TASK ITEM: Return all entries precisely as they stand, without the images.

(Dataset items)
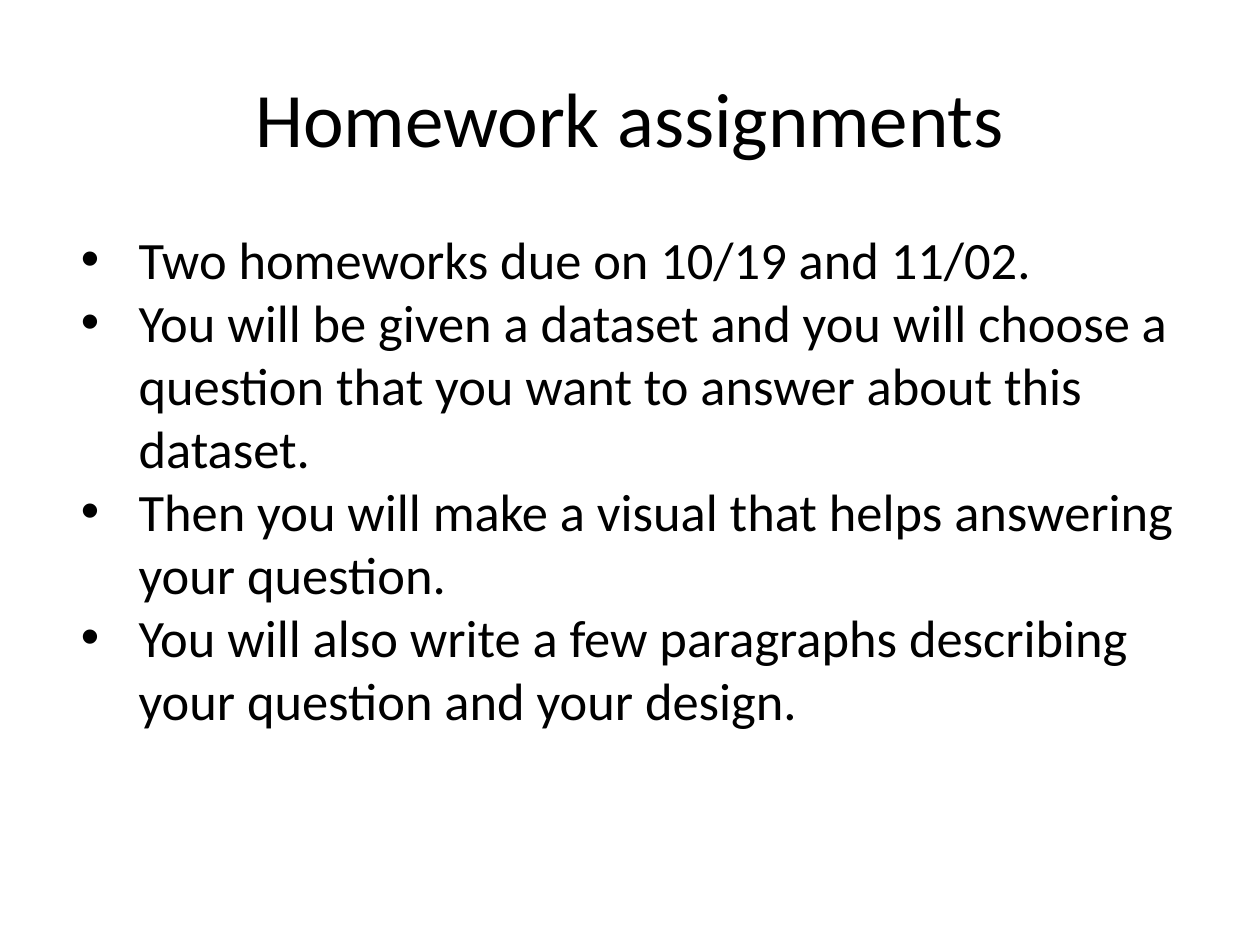
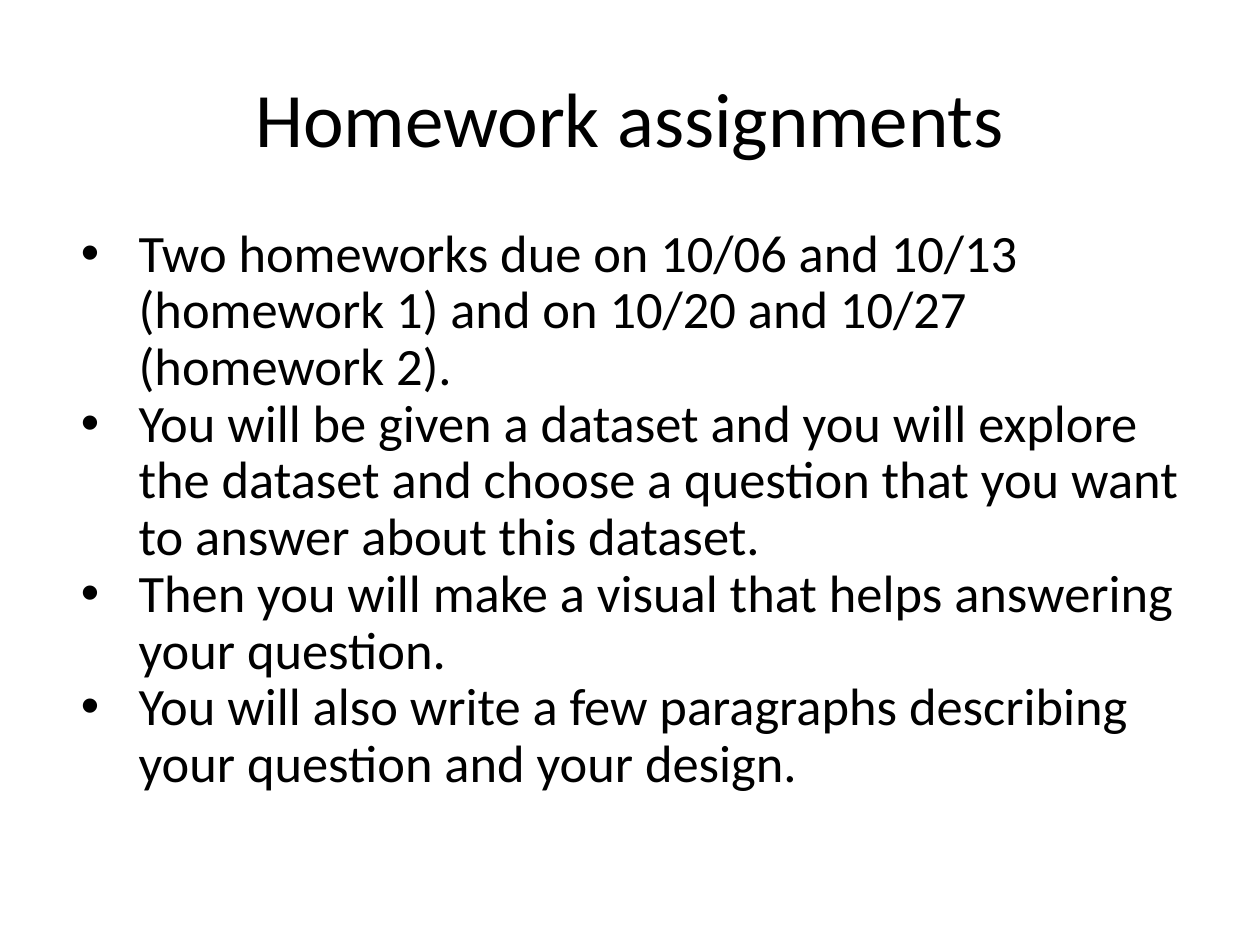
Before and after one commit to ArianeDucellier/data_visualization_R, a slide deck: slide 15 of lectures/Introduction.pptx. Drawn at 1260x945 pixels with LibreOffice and Linux fonts; fonts in the diff are those of the drawing. Boxes give left, top, right and bottom in pixels: in the first picture for what was removed or moved away, otherwise in the second. Text is boxed around its words. In the diff, an @@ line names an element or a change of style, - is before the commit and + after.

```diff
--- a/lectures/Introduction.pptx
+++ b/lectures/Introduction.pptx
@@ text at (139, 235, 1178, 556): text changed @@
-• Two homeworks due on 10/19 and 11/02.
-• You will be given a dataset and you will choose a question that you want to answer about this dataset.
+• Two homeworks due on 10/06 and 10/13 (homework 1) and on 10/20 and 10/27 (homework 2).
+• You will be given a dataset and you will explore the dataset and choose a question that you want to answer about this dataset.
@@ text at (139, 575, 1173, 791): line spacing 1 to 0.9 @@
```
Also in this commit, not shown: 10 other slides changed, 1 slide added, 45 other files.
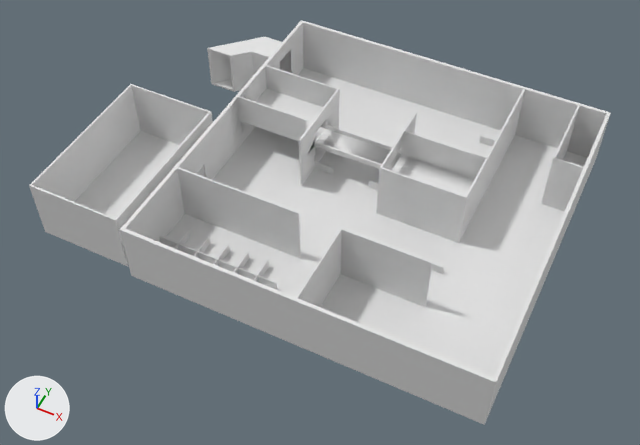
Two versions of the FBX model Unity/WatcherUnity/Assets/Blender Objects/Puzzles/PuzzleOne.fbx, one commit apart.
Camera for both pictures: a camera (50 mm lens) standing at (68.1, -176.3, 205.9) and looking at (-14.4, -11.4, -0.3). Lighting does not change. The marker at lower left points along +X, +Y and +Z. Where no turn or scale is listed for an object, it has been applied to the vertices. Vertices at the same position are counted once.
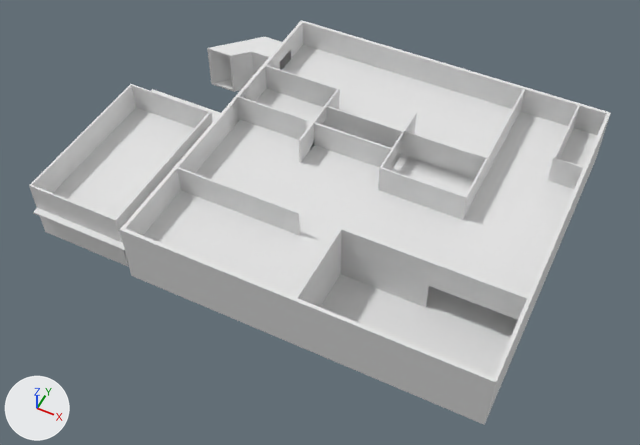
Changed parts and their boxes [x1, y1, x2, y2] in the pictures (640 x 445 px; the box of a moved part takes in the faces that stretch with it):
'roof', added
    after: [33, 45, 597, 320]
part 1 of me_cube_001, moved or reshaped
    before: [314, 125, 401, 168]
    after: [314, 106, 403, 167]

The change, as a list of edits to the scene's bpy script:
```text
Change me_cube_001:
    where me_cube_001.from_pydata(...)  # 4170 vertices, 4231 faces; spans x -88.6..55.0, y -55.0..55.0, z -0.3..20.3
    used by ob_cube; location = (0.0, 0.0, -0.3)
    before: 3942 (-0.3, 8.9, 12.1) at pixel (390, 168), 3943 (-0.3, 9.4, 12.1), 3944 (-0.3, 17.7, 12.1) at pixel (401, 150), 3945 (-0.3, 18.3, 12.1) at pixel (401, 149), 3946 (-26.7, 18.3, 12.1) at pixel (327, 124)
    before: 3947 (-26.7, 17.7, 12.1) at pixel (326, 125), 3948 (-26.7, 9.4, 12.1) at pixel (314, 141), 3949 (-26.7, 8.9, 12.1) at pixel (314, 142)
    me_cube_001 part 1
    add for i in [*range(3942, 3950)]: me_cube_001.vertices[i].co += Vector((0.0, 0.0, 8.0))
Add me_cube_003:
    me_cube_003.from_pydata(...)  # 68 vertices, 66 faces; spans x -88.4..54.0, y -54.6..54.0, z 10.3..20.3
    me_cube_003.materials.append(mat_walls)  # white #e7e7e7
Add ob_roof:
    ob_roof = bpy.data.objects.new('roof', me_cube_003)
    ob_roof.location = (0.0, 0.0, -0.3)
```

ANSWER BOX:
Before and after one commit to ArianeDucellier/data_visualization_R, a slide deck: slide 15 of lectures/Introduction.pptx. Drawn at 1260x945 pixels with LibreOffice and Linux fonts; fonts in the diff are those of the drawing. Boxes give left, top, right and bottom in pixels: in the first picture for what was removed or moved away, otherwise in the second. Text is boxed around its words. In the diff, an @@ line names an element or a change of style, - is before the commit and + after.

```diff
--- a/lectures/Introduction.pptx
+++ b/lectures/Introduction.pptx
@@ text at (139, 235, 1178, 556): text changed @@
-• Two homeworks due on 10/19 and 11/02.
-• You will be given a dataset and you will choose a question that you want to answer about this dataset.
+• Two homeworks due on 10/06 and 10/13 (homework 1) and on 10/20 and 10/27 (homework 2).
+• You will be given a dataset and you will explore the dataset and choose a question that you want to answer about this dataset.
@@ text at (139, 575, 1173, 791): line spacing 1 to 0.9 @@
```
Also in this commit, not shown: 10 other slides changed, 1 slide added, 45 other files.
Two versions of the FBX model Unity/WatcherUnity/Assets/Blender Objects/Puzzles/PuzzleOne.fbx, one commit apart.
Camera for both pictures: a camera (50 mm lens) standing at (68.1, -176.3, 205.9) and looking at (-14.4, -11.4, -0.3). Lighting does not change. The marker at lower left points along +X, +Y and +Z. Where no turn or scale is listed for an object, it has been applied to the vertices. Vertices at the same position are counted once.
Changed parts and their boxes [x1, y1, x2, y2] in the pictures (640 x 445 px; the box of a moved part takes in the faces that stretch with it):
'roof', added
    after: [33, 45, 597, 320]
part 1 of me_cube_001, moved or reshaped
    before: [314, 125, 401, 168]
    after: [314, 106, 403, 167]

The change, as a list of edits to the scene's bpy script:
```text
Change me_cube_001:
    where me_cube_001.from_pydata(...)  # 4170 vertices, 4231 faces; spans x -88.6..55.0, y -55.0..55.0, z -0.3..20.3
    used by ob_cube; location = (0.0, 0.0, -0.3)
    before: 3942 (-0.3, 8.9, 12.1) at pixel (390, 168), 3943 (-0.3, 9.4, 12.1), 3944 (-0.3, 17.7, 12.1) at pixel (401, 150), 3945 (-0.3, 18.3, 12.1) at pixel (401, 149), 3946 (-26.7, 18.3, 12.1) at pixel (327, 124)
    before: 3947 (-26.7, 17.7, 12.1) at pixel (326, 125), 3948 (-26.7, 9.4, 12.1) at pixel (314, 141), 3949 (-26.7, 8.9, 12.1) at pixel (314, 142)
    me_cube_001 part 1
    add for i in [*range(3942, 3950)]: me_cube_001.vertices[i].co += Vector((0.0, 0.0, 8.0))
Add me_cube_003:
    me_cube_003.from_pydata(...)  # 68 vertices, 66 faces; spans x -88.4..54.0, y -54.6..54.0, z 10.3..20.3
    me_cube_003.materials.append(mat_walls)  # white #e7e7e7
Add ob_roof:
    ob_roof = bpy.data.objects.new('roof', me_cube_003)
    ob_roof.location = (0.0, 0.0, -0.3)
```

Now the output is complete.